Entries provided:
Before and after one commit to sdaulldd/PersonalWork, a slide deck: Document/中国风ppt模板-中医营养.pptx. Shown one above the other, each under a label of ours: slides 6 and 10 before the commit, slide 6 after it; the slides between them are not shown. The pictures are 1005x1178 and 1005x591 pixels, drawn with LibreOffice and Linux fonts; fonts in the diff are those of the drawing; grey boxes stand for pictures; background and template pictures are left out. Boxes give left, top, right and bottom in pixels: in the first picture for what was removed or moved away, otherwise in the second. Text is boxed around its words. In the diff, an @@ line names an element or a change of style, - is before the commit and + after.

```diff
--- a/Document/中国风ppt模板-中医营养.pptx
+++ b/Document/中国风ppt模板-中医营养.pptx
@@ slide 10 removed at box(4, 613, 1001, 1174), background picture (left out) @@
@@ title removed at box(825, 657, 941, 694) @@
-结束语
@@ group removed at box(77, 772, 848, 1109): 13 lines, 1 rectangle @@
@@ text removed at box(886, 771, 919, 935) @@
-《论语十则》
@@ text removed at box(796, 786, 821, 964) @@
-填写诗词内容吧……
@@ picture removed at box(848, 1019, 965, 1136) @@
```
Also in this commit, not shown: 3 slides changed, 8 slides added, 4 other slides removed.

* * *

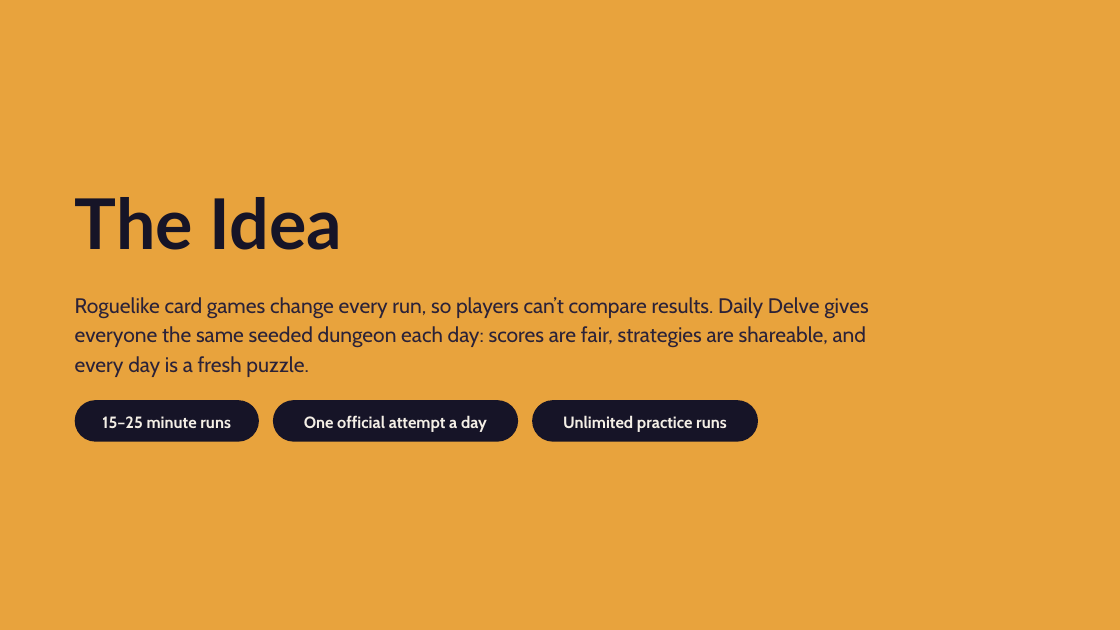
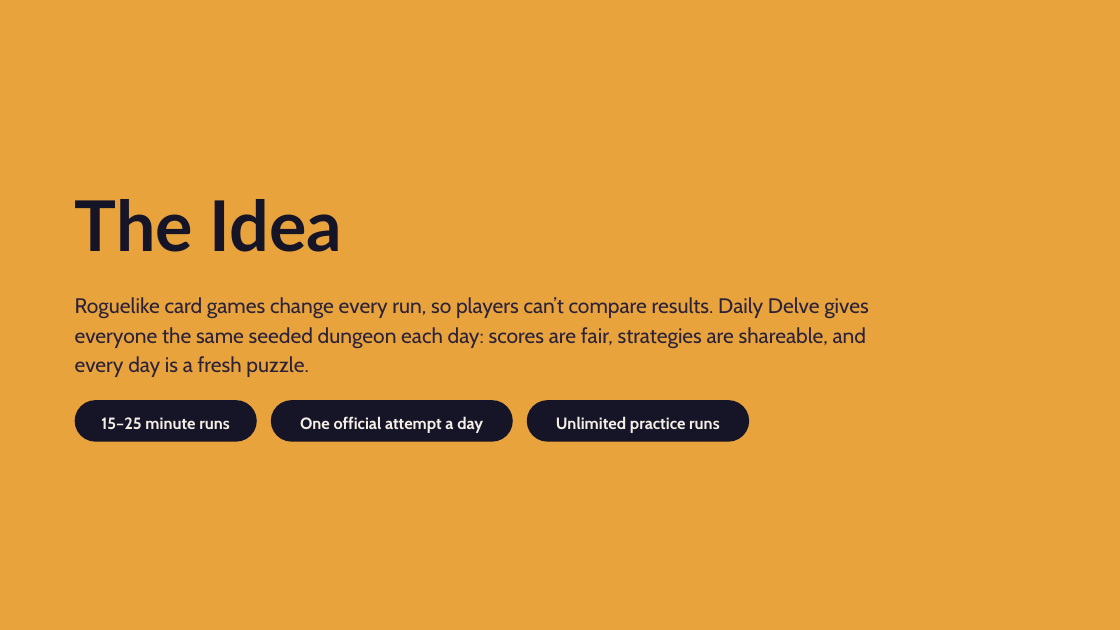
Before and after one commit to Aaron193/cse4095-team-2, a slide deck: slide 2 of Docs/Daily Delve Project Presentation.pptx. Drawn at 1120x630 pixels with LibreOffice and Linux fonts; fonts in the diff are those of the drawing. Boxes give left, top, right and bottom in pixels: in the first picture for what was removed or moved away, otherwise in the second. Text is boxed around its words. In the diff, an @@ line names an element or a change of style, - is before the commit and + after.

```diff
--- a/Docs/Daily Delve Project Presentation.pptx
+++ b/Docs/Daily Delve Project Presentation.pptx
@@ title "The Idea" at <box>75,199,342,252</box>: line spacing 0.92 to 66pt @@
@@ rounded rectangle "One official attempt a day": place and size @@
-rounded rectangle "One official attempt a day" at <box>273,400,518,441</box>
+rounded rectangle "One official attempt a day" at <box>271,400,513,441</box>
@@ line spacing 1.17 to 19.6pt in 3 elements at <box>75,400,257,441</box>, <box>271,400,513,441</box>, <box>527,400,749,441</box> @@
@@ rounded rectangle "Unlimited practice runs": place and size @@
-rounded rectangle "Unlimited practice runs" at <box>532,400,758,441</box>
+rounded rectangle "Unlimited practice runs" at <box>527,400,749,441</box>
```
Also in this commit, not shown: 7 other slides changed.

What is expected: Return only those lines of the records that contain the string "first".

Written answer:
Before and after one commit to sdaulldd/PersonalWork, a slide deck: Document/中国风ppt模板-中医营养.pptx. Shown one above the other, each under a label of ours: slides 6 and 10 before the commit, slide 6 after it; the slides between them are not shown. The pictures are 1005x1178 and 1005x591 pixels, drawn with LibreOffice and Linux fonts; fonts in the diff are those of the drawing; grey boxes stand for pictures; background and template pictures are left out. Boxes give left, top, right and bottom in pixels: in the first picture for what was removed or moved away, otherwise in the second. Text is boxed around its words. In the diff, an @@ line names an element or a change of style, - is before the commit and + after.
Before and after one commit to Aaron193/cse4095-team-2, a slide deck: slide 2 of Docs/Daily Delve Project Presentation.pptx. Drawn at 1120x630 pixels with LibreOffice and Linux fonts; fonts in the diff are those of the drawing. Boxes give left, top, right and bottom in pixels: in the first picture for what was removed or moved away, otherwise in the second. Text is boxed around its words. In the diff, an @@ line names an element or a change of style, - is before the commit and + after.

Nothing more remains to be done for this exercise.